Hit import. Une histoire musicale. Une aventure humaine. Prenant leurs accords, d’abord en 1980 au 17 rue Gioffredo. Puis en 1987, à Lépante, dans un ancien commerce de meubles. Le chef d’orchestre? Jean-Paul Galliano. La douceur incarnée, malgré la rudesse des morceaux qui secouent les platines. Un musicien. Guitariste. Chanteur. Sans lien avec l’accordéoniste Richard Galliano. "À l’époque, c’étaient que des vinyles, souffle son fils Cédric, et il a pris l’orientation rock et hard rock."

Philippe, un adolescent autant que client, devient son employé. Toujours là d’ailleurs. Aussi accro au gros son que son boss. Ludo les rejoint. Puis Christophe, qui ensuite a fondé le groupe Corpus delicti. Tous contribuent à l’image forte et experte de l’établissement. "On allait à Londres, en Italie afin de ramener des disques et des produits rares", se souvient Jean-Paul.

Vente à perte

Les galettes de vinyle. Puis les CD. "Jusqu’en 2005, ce fut l’âge d’or du CD. Le vinyle était alors en retrait avant de revenir en force il y a trois, quatre ans. Le magasin était plein." Mais ça, c’était avant. Avant l’écroulement du CD, foudroyé par le téléchargement. Plus le reste: inflation post-Covid, coût de la matière première, gros loyer, pression des charges, des taxes. Celles générées notamment par le Brexit brouillent le son avec les fournisseurs officiels du Royaume-Uni. Des prix qui flambent. Des marges qui diminuent. "Vendre un vinyle neuf à 40 euros au lieu de 15 ou 20, c’est plus difficile." Et puis, des portes se ferment, notamment aux Etats-Unis, où "des accords entre les maisons de disques interdisent à Hit import de se servir directement outre-Atlantique". Obligés d’acheter en France… Beaucoup plus cher…

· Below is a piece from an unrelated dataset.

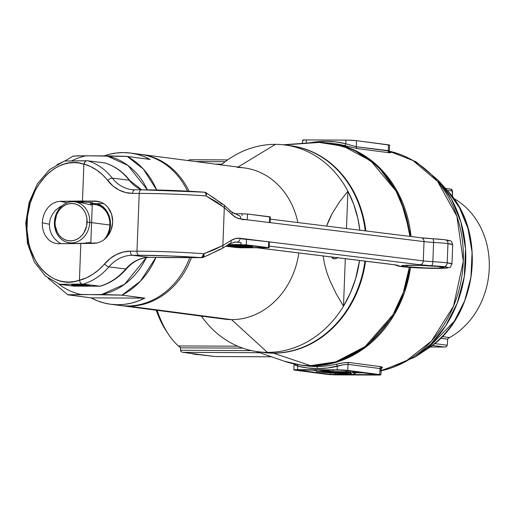 <?xml version="1.0" encoding="UTF-8"?>
<svg xmlns="http://www.w3.org/2000/svg" width="515" height="515" viewBox="0 0 515 515"><rect width="100%" height="100%" fill="white"/><g stroke="black" fill="none" stroke-linecap="round" stroke-linejoin="round"><path stroke-width="0.77" d="M287.621 145.391A104.255 88.941 97.4 0 1 365.225 230.868A104.255 88.941 -82.6 0 0 290.325 145.694L284.93 144.985A104.255 88.941 97.4 0 1 347.908 191.2A104.255 88.941 97.4 0 1 359.837 230.205L357.912 218.721L353.792 204.487L347.908 191.2A104.255 88.941 -82.6 0 0 275.416 144.348A104.255 88.941 97.4 0 1 284.93 144.985M364.935 261.111A104.255 88.941 97.4 0 1 272.821 353.084A104.255 88.941 -82.6 0 0 364.935 261.111M337.28 257.7A11.581 6.006 -89.7 0 1 334.66 258.845A11.581 6.006 -89.7 0 1 334.267 258.82L335.445 258.749L337.673 257.307M128.679 306.174A76.259 65.057 -82.6 0 0 191.406 257.655A76.259 65.057 97.4 0 1 128.679 306.174L231.544 319.622L267.427 352.376L272.821 353.084L267.427 352.376A104.255 88.941 -82.6 0 0 343.486 306.193A104.255 88.941 97.4 0 1 267.427 352.376L231.544 319.622A76.259 65.057 -82.6 0 0 298.842 252.949A76.259 65.057 97.4 0 1 231.544 319.622L128.679 306.174A76.259 65.057 97.4 0 1 121.72 305.704A76.259 65.057 97.4 0 1 120.922 305.595A76.259 65.057 -82.6 0 0 128.679 306.174L128.679 306.174M189.018 191.207A76.259 65.057 -82.6 0 0 140.685 154.378A76.259 65.057 97.4 0 1 141.483 154.474A76.259 65.057 97.4 0 1 189.018 191.207M359.541 260.448A104.255 88.941 97.4 0 1 343.486 306.193L336.237 293.859L329.664 280.089L326.825 272.409L324.534 264.105L323.156 255.955L324.534 264.105L326.825 272.409L329.664 280.089L336.237 293.859L343.486 306.193L345.314 258.691L343.486 306.193L350.393 292.958L355.601 278.77L359.541 260.448M221.167 164.89A104.255 88.941 97.4 0 1 275.416 144.348L237.988 167.085L275.416 144.348A104.255 88.941 -82.6 0 0 225.274 161.62L220.961 164.858M339.752 201.571L347.908 191.2L346.473 228.551L347.908 191.2L339.752 201.571L332.214 213.455L339.752 201.571M328.853 220.259L332.214 213.455L326.542 226.091L328.853 220.259M237.389 167.452A76.259 65.057 97.4 0 1 297.882 222.551A76.259 65.057 -82.6 0 0 244.348 167.916L141.483 154.474M121.72 305.704L224.585 319.152A76.259 65.057 -82.6 0 0 231.544 319.622A76.259 65.057 97.4 0 1 217.742 317.813M201.198 316.094L204.532 320.336A104.255 88.941 -82.6 0 0 267.427 352.376A104.255 88.941 97.4 0 1 257.912 351.739A104.255 88.941 97.4 0 1 201.404 316.12M257.912 351.739L263.307 352.44A104.255 88.941 -82.6 0 0 272.821 353.084A104.255 88.941 97.4 0 1 260.616 352.041M331.402 256.972L334.267 258.82A11.581 6.006 -89.7 0 1 331.402 256.972M104.848 239.069A20.851 17.787 -82.6 0 0 110.075 225.029L110.468 224.952A22.01 18.778 97.4 0 1 106.83 237.132L108.71 233.353L109.94 229.233L110.468 224.952L110.075 225.029A20.851 17.787 97.4 0 1 104.848 239.069M135.162 153.85A76.259 65.057 97.4 0 1 187.479 191.129A76.259 65.057 -82.6 0 0 139.887 154.262L130.495 153.039A76.259 65.057 97.4 0 1 150.11 159.431L127.289 156.451A76.259 65.057 97.4 0 1 156.637 189.984L143.344 169.055L127.289 156.451L86.314 155.781A70.536 60.178 -82.6 0 0 71.862 160.777A70.536 60.178 97.4 0 1 86.314 155.781L73.169 156.058L64.864 160.995M73.626 156.212L77.649 155.826L106.882 155.871L128.016 165.502L147.335 189.829A70.536 60.178 -82.6 0 0 106.882 155.871L126.33 156.354L150.11 159.431L143.782 156.476L137.196 154.333L130.417 153.026L123.536 152.569L116.622 152.968L109.746 154.21L104.23 155.852A76.259 65.057 97.4 0 1 130.495 153.039M68.295 294.895L80.984 294.464A70.536 60.178 97.4 0 1 58.89 284.093A70.536 60.178 -82.6 0 0 80.984 294.464L121.958 295.134L140.434 281.184L155.948 257.397A76.259 65.057 97.4 0 1 121.958 295.134L144.779 298.121A76.259 65.057 97.4 0 1 110.731 304.268A76.259 65.057 97.4 0 1 91.116 297.876L67.967 294.709L101.558 294.554A70.536 60.178 -82.6 0 0 146.337 257.571L124.604 284.267L101.558 294.554L121.006 295.043L144.779 298.121L91.116 297.876L67.826 294.792M92.533 204.152A20.851 17.787 97.4 0 1 94.953 204.275A20.851 17.787 97.4 0 1 110.075 225.029A20.851 17.787 -82.6 0 0 92.533 204.152M97.116 203.612L102.807 206.657L105.549 209.399L107.764 212.74L109.36 216.545L110.268 220.671L110.468 224.952A22.01 18.778 97.4 0 0 97.116 203.612M110.731 304.268L120.117 305.498A76.259 65.057 -82.6 0 0 189.732 257.655A76.259 65.057 97.4 0 1 115.45 304.687M91.116 297.876L144.779 298.121L138.226 301.011L131.48 303.097L124.604 304.346L117.69 304.738L110.809 304.281L104.03 302.975L97.444 300.831L91.116 297.876M440.621 266.699A21.237 1.185 -177.8 0 0 411.234 265.238A21.237 1.185 -177.8 0 0 405.138 266.648A3.863 3.219 -83 0 0 407.661 265.276A3.863 3.219 97 0 1 405.138 266.648L401.661 265.849L403.342 265.463L418.914 265.354L438.007 266.422L444.097 267.497L437.763 268.09L426.845 267.993L405.138 266.648A21.237 1.185 -177.8 0 0 434.525 268.109A21.237 1.185 -177.8 0 0 440.621 266.699A3.863 3.219 97 0 1 440.267 266.68A3.863 3.219 -83 0 0 440.621 266.699M203.296 257.358L203.869 256.657L201.79 257.674A3.863 2.124 -89.9 0 1 201.648 257.667L202.472 257.468M206.09 192.829L206.309 193.189A3.863 1.841 118 0 1 206.077 195.925A61.781 3.451 -177.8 0 0 139.211 193.395L136.99 251.178L130.456 251.172L123.388 252.002L116.538 254.474L110.178 258.504L99.022 269.564L92.9 274.244L86.327 277.868L79.419 280.205L80.836 243.383L97.123 243.003L100.618 241.805L103.869 239.848L106.753 237.222L109.161 234.016L110.995 230.353L112.193 226.381L112.708 222.248L112.515 218.115L111.62 214.137L110.062 210.468L107.905 207.255L105.221 204.616L102.118 202.653L98.719 201.442L82.464 201.011L83.9 164.034L90.601 166.551L96.897 170.195L102.659 174.894L112.965 185.986L119.017 190.035L125.673 192.533L132.67 193.382L139.211 193.395L136.99 251.178A61.781 3.451 2.2 0 1 203.856 253.708L214.33 249.698L222.86 245.494L224.315 207.609L232.059 214.646L236.353 217.626L240.891 219.01L424.019 241.625L423.279 260.886L240.151 238.278L235.555 238.535L231.068 240.428L222.86 245.494L224.315 207.609L216.178 201.635L206.077 195.925L224.315 207.609A3.863 2.89 -47.8 0 0 223.703 204.764M64.414 161.06L86.301 160.732L84.846 161.942L83.9 164.034A59.849 49.884 97 0 1 107.757 180.553A42.475 35.406 -83 0 0 132.67 193.382L139.211 193.395A3.863 2.124 -89.9 0 1 141.335 189.797A3.863 2.124 -89.9 0 1 141.477 189.803L189.095 191.22L204.165 192.172L206.309 193.189A3.863 3.219 -83 0 0 204.487 192.198A3.863 3.219 -83 0 0 204.358 192.179M436.102 238.947L444.883 239.739A3.863 3.219 97 0 1 445.237 239.765A3.863 3.219 97 0 1 447.96 243.601L452.704 244.67A28.962 1.616 -177.8 0 0 447.96 243.601A28.962 1.616 -177.8 0 0 433.598 242.417L432.858 261.678A28.962 1.616 2.2 0 1 447.22 262.862A3.863 3.219 97 0 1 443.846 266.706A25.1 1.403 2.2 0 1 436.643 268.373A25.1 1.403 2.2 0 1 401.912 266.641A25.1 1.403 2.2 0 1 397.85 265.631A3.863 3.85 -130.4 0 1 395.868 264.98A3.863 3.85 49.6 0 0 397.85 265.631L401.912 266.641A3.863 3.219 97 0 1 401.558 266.616A3.863 3.219 -83 0 0 401.912 266.641L417.781 267.851L432.285 268.334L445.971 268.103L447.96 267.646L446.132 267.04L419.905 264.736L269.203 246.125L419.905 264.736A3.863 3.219 -83 0 0 423.279 260.886L424.019 241.625A19.306 1.075 -177.8 0 0 433.598 242.417L432.858 261.678A19.306 1.075 2.2 0 1 423.279 260.886L240.151 238.278A42.475 23.342 90.1 0 0 231.068 240.428L222.86 245.494L203.856 253.708A3.863 1.996 69.8 0 1 203.869 256.657A3.863 1.996 69.8 0 1 203.168 257.423M209.901 195.352L214.427 198.23L222.036 204.152A3.863 2.89 132.2 0 1 223.684 204.751A3.863 2.89 132.2 0 1 224.315 207.609L232.059 214.646A42.475 23.342 90.1 0 0 240.891 219.01L424.019 241.625A19.306 1.075 -177.8 0 0 433.598 242.417A3.863 1.3 -86.7 0 0 432.516 238.715L445.211 239.758C452.588 241.503 450.844 239.823 452.704 244.67L451.964 263.931L447.22 262.862L447.96 243.601L447.22 262.862A28.962 1.616 2.2 0 1 451.964 263.931C449.331 268.779 452.067 266.796 445.185 268.199L422.828 268.077L401.584 266.622L397.696 265.959L395.533 264.922M55.556 243.421L58.517 243.704L55.208 243.344L52.06 242.185L49.183 240.267L46.704 237.673L44.708 234.492L43.273 230.849L42.455 226.89L42.288 222.763L49.369 224.231L49.813 229.355L51.532 234.222L54.41 238.548L58.279 242.076L60.847 243.672M76.078 202.002A9.077 0.509 2.2 0 1 91.458 202.569A9.077 0.509 2.2 0 1 92.945 202.91A9.077 0.509 2.2 0 1 92.359 203.065M73.111 285.374L73.136 284.814L73.111 285.374A9.077 0.509 2.2 0 1 71.624 285.04A9.077 0.509 2.2 0 1 78.106 284.801A9.077 0.509 2.2 0 1 88.271 285.4A9.077 0.509 2.2 0 1 89.758 285.735A9.077 0.509 2.2 0 1 83.282 285.973A9.077 0.509 2.2 0 1 73.111 285.374L71.624 285.033L72.345 284.866L77.295 284.782L89.758 285.735L84.093 285.986L73.111 285.374M92.34 203.605L103.837 203.625L92.34 203.605M58.279 242.076L54.41 238.548L51.532 234.222L49.813 229.355L49.369 224.231L42.288 222.763L42.771 218.624L43.897 214.633L45.61 210.95L47.856 207.706L50.541 205.034L53.56 203.032L56.804 201.783L60.146 201.326L95.153 201.03L101.41 202.331L95.153 201.03L98.719 201.442L102.118 202.653L105.221 204.616L107.905 207.255L111.62 214.137L112.708 222.248L110.995 230.353L106.753 237.222L103.869 239.848L100.618 241.805L97.123 243.003L93.524 243.408L58.517 243.704L80.836 243.383L79.419 280.205L74.456 281.505L69.454 282.046L64.472 281.821L59.573 280.842L54.822 279.111L50.283 276.652L46.009 273.504L42.056 269.699L38.477 265.289L35.316 260.332L30.404 249.028L28.718 242.823L26.98 229.716L27.501 216.236L30.243 203.065L35.072 190.878L38.2 185.349L45.668 175.776L49.916 171.856L54.436 168.579L59.167 165.991L64.053 164.124L69.036 162.998L74.038 162.631L79.007 163.03L83.881 164.188L82.464 201.011L60.146 201.326L56.804 201.783L53.56 203.032L50.541 205.034L47.856 207.706L45.61 210.95L43.897 214.633L42.771 218.624L42.288 222.763L42.455 226.89L43.273 230.849L44.708 234.492L46.704 237.673L49.183 240.267L52.06 242.185L55.208 243.344M201.648 257.667L203.869 256.657L203.856 253.708L201.648 257.667A3.863 2.054 -85.8 0 0 203.856 253.708A61.781 3.451 -177.8 0 0 136.99 251.178A3.863 2.124 90.1 0 0 138.96 255.292A3.863 2.124 -89.9 0 1 136.99 251.178L130.456 251.172A3.863 2.124 90.1 0 0 132.419 255.286L138.96 255.292A57.918 3.232 2.2 0 1 201.648 257.667L168.07 257.609A27.031 1.506 -177.8 0 0 155.897 257.384L149.356 257.378A38.612 32.188 -83 0 0 125.815 268.965A63.712 53.103 97 0 1 100.045 286.192L74.044 286.147L100.045 286.192A63.712 53.103 -83 0 0 125.815 268.965L108.877 266.879A63.712 53.103 97 0 1 83.115 284.1L100.045 286.192L82.413 284.048L59.676 284.338L74.044 286.147L59.914 284.293L83.115 284.1A63.712 53.103 -83 0 0 108.877 266.879A38.612 32.188 97 0 1 132.419 255.286L149.356 257.378L201.648 257.667L170.227 255.961L138.96 255.292L132.419 255.286L149.356 257.378A38.612 32.188 -83 0 0 125.815 268.965L108.877 266.879A38.612 32.188 97 0 1 132.419 255.286A3.863 2.124 -89.9 0 1 130.456 251.172A42.475 35.406 -83 0 0 104.558 263.925A3.863 1.326 40.6 0 0 108.877 266.879A3.863 1.326 -139.4 0 1 104.558 263.925A59.849 49.884 97 0 1 79.432 280.36L80.205 282.548L81.57 284.01L80.205 282.548L79.419 280.205C52.44 290.705 24.553 260.281 26.96 222.982C27.417 185.709 57.674 154.455 83.881 164.188L85.541 161.189L86.301 160.732L87.846 160.822A63.712 53.103 97 0 1 112.289 178.126L129.226 180.218A63.712 53.103 -83 0 0 104.783 162.914L87.846 160.822L104.944 162.946C114.761 166.017 123.072 171.881 129.864 180.533A3.863 1.635 142.2 0 0 129.226 180.218A38.612 32.188 -83 0 0 141.516 189.797A38.612 32.188 -83 0 1 129.226 180.218A3.863 1.635 -37.8 0 1 129.877 180.553L141.631 189.797M57.043 164.62L64.652 161.015L87.846 160.822A63.712 53.103 -83 0 1 112.289 178.126L129.226 180.218A63.712 53.103 97 0 0 104.783 162.914L104.783 162.914M28.158 243.859L26.374 223.233L29.748 202.543M49.369 224.231L50.206 219.152L52.292 214.42L55.491 210.307L59.624 207.056L55.491 210.307L52.292 214.42L50.206 219.152L49.369 224.231M236.778 242.121L234.113 242.121L236.778 242.121A3.863 3.219 -83 0 0 240.151 238.278A3.863 3.219 97 0 1 236.778 242.121L241.014 242.642L236.778 242.121A38.612 21.224 -89.9 0 0 235.361 242.031A38.612 21.224 -89.9 0 1 236.778 242.121M393.454 264.613A3.863 3.219 -83 0 0 393.775 264.671A3.863 3.219 -83 0 0 394.097 264.691L257.474 247.824L394.097 264.691L397.85 265.631A23.169 1.294 -177.8 0 0 394.097 264.691A3.863 3.219 97 0 1 393.743 264.671M448.475 240.93L448.996 240.679L448.552 240.389L447.162 240.074M98.378 201.365L98.719 201.442M62 205.775L59.624 207.056L62 205.775M60.146 201.326L67.13 202.775L60.146 201.326M75.525 202.041L87.415 202.228L92.282 202.691L92.945 202.91L92.224 203.077M207.59 255.472L220.311 249.144A3.863 3.051 58.3 0 0 221.656 248.777A3.863 3.051 58.3 0 0 222.86 245.494A3.863 3.051 -121.7 0 1 221.695 248.751M204.165 192.172A3.863 2.054 94.2 0 1 204.301 192.179L141.335 189.797A3.863 2.124 90.1 0 0 139.211 193.395A61.781 3.451 2.2 0 1 206.077 195.925A3.863 2.054 -85.8 0 0 204.313 192.179A3.863 2.054 -85.8 0 0 204.165 192.172A57.918 3.232 -177.8 0 0 141.477 189.803A3.863 2.124 90.1 0 0 141.322 189.797L134.795 189.784A3.863 2.124 90.1 0 0 132.67 193.382A3.863 2.124 -89.9 0 1 134.782 189.784A3.863 2.124 -89.9 0 1 134.936 189.79A3.863 2.124 90.1 0 0 134.795 189.784L131.686 189.591A38.612 32.188 97 0 1 112.289 178.126A3.863 1.635 142.2 0 0 107.757 180.553A3.863 1.635 -37.8 0 1 112.289 178.126A38.612 32.188 97 0 0 131.628 189.584A38.612 32.188 97 0 0 134.666 189.79M168.353 257.609A3.863 2.124 90.1 0 1 168.212 257.622A3.863 2.124 -89.9 0 1 168.07 257.609A3.863 2.124 90.1 0 0 168.212 257.622L203.129 257.436L221.656 248.777L229.87 243.711A3.863 3.051 -121.7 0 0 231.068 240.428A3.863 3.051 58.3 0 1 229.909 243.685A3.863 3.051 58.3 0 1 228.518 244.078M423.279 260.886A3.863 3.219 97 0 1 419.905 264.736A23.169 1.294 -177.8 0 0 431.396 265.682A3.863 1.3 -86.7 0 0 432.858 261.678A19.306 1.075 2.2 0 1 423.279 260.886M443.846 266.706A3.863 3.219 -83 0 0 447.22 262.862A28.962 1.616 -177.8 0 0 432.858 261.678A3.863 1.3 93.3 0 1 431.396 265.682A25.1 1.403 2.2 0 1 443.846 266.706M168.07 257.609A3.863 0.386 91.9 0 0 168.096 257.616L156.039 257.397A3.863 2.124 -89.9 0 1 155.897 257.384A3.863 2.124 90.1 0 0 156.051 257.397A3.863 2.124 90.1 0 0 156.18 257.384L156.18 257.384M156.039 257.397L149.498 257.384A3.863 2.124 -89.9 0 1 149.356 257.378A3.863 2.124 90.1 0 0 149.498 257.384A3.863 2.124 90.1 0 0 149.64 257.378M125.815 268.965A3.863 1.326 40.6 0 0 126.555 268.772A3.863 1.326 -139.4 0 1 125.815 268.965M205.858 192.636A3.863 1.841 118 0 1 206.309 193.189L206.077 195.925A3.863 2.054 94.2 0 0 204.301 192.179L205.826 192.616L223.684 204.751L231.428 211.781L238.136 215.173A3.863 3.219 97 0 1 240.891 219.01A3.863 3.219 -83 0 0 238.168 215.18M229.787 211.189A3.863 2.89 132.2 0 1 231.447 211.8A3.863 2.89 132.2 0 1 232.059 214.646A3.863 2.89 -47.8 0 0 231.428 211.781M420.942 237.769A3.863 3.219 97 0 1 421.296 237.788A3.863 3.219 97 0 1 424.019 241.625A3.863 3.219 -83 0 0 421.264 237.788L269.603 219.062M237.814 215.154A3.863 3.219 97 0 1 238.136 215.173M444.883 239.739A25.1 1.403 -177.8 0 0 432.433 238.715A3.863 1.3 93.3 0 1 432.516 238.715A3.863 1.3 -86.7 0 0 432.433 238.715A23.169 1.294 2.2 0 1 421.566 237.84M421.264 237.788L432.51 238.715A3.863 1.3 93.3 0 1 433.598 242.417A28.962 1.616 2.2 0 1 447.96 243.601A3.863 3.219 -83 0 0 445.237 239.765M141.194 189.803L134.936 189.79M252.582 247.084A36.102 2.015 2.2 0 0 250.425 246.312L239.43 245.842L250.425 246.312L250.457 245.591L250.425 246.312L252.505 246.943L251.745 247.477A36.102 2.015 2.2 0 1 228.512 245.713A36.102 2.015 2.2 0 1 228.119 245.668L228.151 244.767L228.119 245.668L236.224 245.681L229.606 244.863L231.55 244.709L238.162 245.681L246.267 245.694A36.102 2.015 2.2 0 1 248.674 246.016L248.7 245.372L248.674 246.016L246.73 246.016L248.674 246.016A36.102 2.015 2.2 0 0 246.267 245.694L246.286 245.076L246.267 245.694L238.162 245.681L238.194 244.722L238.162 245.681L229.613 244.709L236.224 245.681L228.119 245.668A36.102 2.015 2.2 0 0 228.512 245.713L251.745 247.477A36.102 2.015 2.2 0 0 252.582 247.084L252.633 245.861M236.25 247.528L225.776 246.234L241.593 247.799L236.25 247.528M246.028 239.005L246.505 239.057L246.279 244.837L228.506 244.554L240.936 244.574L241.014 242.642L240.936 244.574L268.508 247.58L268.733 241.805L246.505 239.057L246.279 244.837L269.145 247.728L241.593 247.799L269.145 247.728L269.364 241.947L268.733 241.805L269.081 241.857M241.162 238.793L268.733 241.805L268.508 247.58L269.145 247.728M237.763 247.483L266.48 247.638L241.561 244.728L228.254 244.709L244.767 244.889L266.532 247.612L240.969 247.644L241.001 246.846L240.969 247.644L237.763 247.483L237.795 246.608L237.763 247.483L226.091 246.041L237.763 247.483M245.571 245.848A33.784 1.886 2.2 0 1 246.73 246.016A33.784 1.886 -177.8 0 0 245.571 245.848M242.468 246.453L237.492 245.835L231.351 245.829L249.91 247.251L250.213 246.878L249.138 246.46L242.468 246.453L249.138 246.46A33.784 1.886 2.2 0 1 250.271 246.994A33.784 1.886 2.2 0 1 249.91 247.251L249.93 246.711L249.91 247.251A33.784 1.886 2.2 0 1 231.351 245.829L237.492 245.835L242.468 246.453M269.821 222.596L247.245 219.796L269.474 222.544L269.693 216.764L247.464 214.021L247.245 219.796L246.769 219.744M242.121 213.751L234.061 213.738L242.121 213.751L242.05 215.656L242.121 213.751L247.464 214.021L242.121 213.751M270.021 216.976L247.464 214.021L247.245 219.796L241.902 219.532M269.693 216.764L269.474 222.544L270.105 222.686L270.324 216.905L269.693 216.764M89.739 222.39L87.087 222.255A18.727 15.978 97.4 0 1 70.362 240.866A18.727 15.978 97.4 0 1 55.066 222.107L54.416 222.235A20.658 17.626 -82.6 0 0 71.282 242.919A20.658 17.626 -82.6 0 0 89.739 222.39A20.658 17.626 97.4 0 1 69.396 242.797A20.658 17.626 97.4 0 1 54.416 222.235A20.658 17.626 97.4 0 1 74.752 201.828A20.658 17.626 97.4 0 1 89.739 222.39L109.914 225.029L89.739 222.39A20.658 17.626 -82.6 0 0 72.866 201.7A20.658 17.626 -82.6 0 0 54.416 222.235L55.066 222.107L55.234 225.757L57.365 232.503L59.251 235.342L61.588 237.679L64.285 239.417L67.253 240.492L70.362 240.866L73.497 240.518L76.542 239.469L79.374 237.756L81.891 235.445L83.99 232.619L86.642 225.898L86.919 218.605L86.147 215.096L84.788 211.858L82.909 209.019L80.572 206.682L77.868 204.944L74.907 203.869L71.797 203.496L68.656 203.843L65.611 204.893L62.779 206.605L60.261 208.916L58.163 211.742L56.56 214.967L55.066 222.107A18.727 15.978 97.4 0 1 71.797 203.496A18.727 15.978 97.4 0 1 87.087 222.255L89.739 222.39M90.724 243.067L90.325 242.752L90.724 243.067M89.604 242.565L88.586 242.526L89.604 242.565M91.773 205.028L80.977 202.646L91.773 205.028M93.041 204.339L96.472 204.751L99.743 205.936L102.723 207.854L105.298 210.429L107.378 213.564L108.871 217.13L109.727 221.006L109.914 225.029L109.418 229.046L108.266 232.909L106.496 236.462L104.069 239.7A20.658 17.626 -82.6 0 0 109.914 225.029A20.658 17.626 -82.6 0 0 94.927 204.461L92.314 204.12M87.344 242.623L85.902 242.823L87.344 242.623M84.338 243.08L82.696 243.35L84.338 243.08M97.361 204.79L95.919 204.629A20.658 17.626 97.4 0 1 96.923 204.725A20.658 17.626 97.4 0 1 97.361 204.79M88.934 243.395L88.966 242.526L88.934 243.395M90.408 204.886L90.505 202.466L90.408 204.886M76.072 285.368L85.11 285.11L75.299 285.194L86.095 285.593L76.072 285.368M85.638 285.452L86.095 285.593L85.638 285.452L85.915 285.168L85.638 285.452M91.651 202.595L91.561 205.034L91.651 202.595M90.112 242.674L90.086 243.402L90.112 242.674M437.325 181.074L442.939 185.999M381.003 370.806A111.974 95.533 -82.6 0 0 463.288 261.33A111.974 95.533 -82.6 0 0 389.404 151.198L415.933 161.736L438.304 180.366L447.664 190.917L459.341 207.5L467.942 228.338L472.081 252.221L470.948 277.167L464.665 300.857L454.236 321.354L426.987 349.17A99.305 84.718 -82.6 0 0 447.664 190.917C488.091 233.482 476.987 318.425 426.987 349.17L415.225 356.959L431.049 343.975L445.63 325.918L457.269 303.052L464.285 276.613L465.547 248.777L460.931 222.12L451.327 198.874L438.304 180.366A110.815 94.535 97.4 0 1 415.225 356.959L380.997 371.09M453.631 198.397A77.224 65.881 97.4 0 1 454.874 199.105L453.625 198.391A77.224 65.881 97.4 0 1 454.874 199.105A77.224 65.881 97.4 0 1 489.25 268.495A77.224 65.881 97.4 0 1 449.556 337.557A77.224 65.881 97.4 0 1 448.23 338.271M388.246 150.947L412.695 160.307L437.589 181.389L456.902 216.294L463.294 261.266L453.503 306.193L431.551 340.962L405.048 361.865L379.87 371.038M301.14 365.174A111.974 95.533 -82.6 0 0 311.594 365.895L336.868 362.09L366.236 346.75L394.149 314.858L404.449 292.597L410.494 267.427A111.974 95.533 97.4 0 1 311.594 365.895A19.306 10.017 -89.7 0 1 310.558 365.65A19.306 10.017 90.3 0 0 311.594 365.895L316.416 366.526A111.974 95.533 -82.6 0 0 336.057 364.26L343.299 362.863L349.254 362.534L381.216 366.712L382.6 367.543L380.752 368.888M411.054 236.527L399.447 195.539L377.971 166.171L353.406 149.665L330.398 143.144A111.974 95.533 97.4 0 1 411.054 236.527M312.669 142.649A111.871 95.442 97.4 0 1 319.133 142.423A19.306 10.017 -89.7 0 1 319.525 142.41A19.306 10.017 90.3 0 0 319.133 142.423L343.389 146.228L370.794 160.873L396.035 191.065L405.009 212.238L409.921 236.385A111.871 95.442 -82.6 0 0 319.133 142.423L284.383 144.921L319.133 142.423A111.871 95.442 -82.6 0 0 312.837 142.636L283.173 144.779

"Sur les ventes de nouveautés, on vend à perte et on ne peut plus acheter à l’import, ce qui était notre spécificité." L’ironie du sort? "Ce n’est pas parce qu’il n’y a pas ou plus de demande, c’est structurel." En fait, l’activité n’est pas réduite au silence. Mais à tous les problèmes économiques s’ajoute la concurrence du streaming: "Pour un abonnement à 6 ou 7 euros, on a accès à toute la musique en direct, regrette Jean-Paul. Le son n’est pas bon pour les passionnés, mais pour les autres, ça passe." Enfin, Hit import avait un site internet, mais il a fermé, car les livraisons n’étaient pas gratuites comme pour d’autres géants style Amazon.

Un bar à microsillons?

Alors? "Alors, il faut peut-être transformer la structure." La boutique va fermer. Quand? "On ne sait pas encore." Quant au changement, il pourrait passer par l’acquisition d’un local tout proche, où Jean-Paul et ses deux employés piliers depuis quatre décennies, se reconvertiraient dans une formule mixant un petit bar-restaurant musical. Un genre de café-disquaire, "mais ça reste un projet et on ne pourra pas garder la même surface de stock".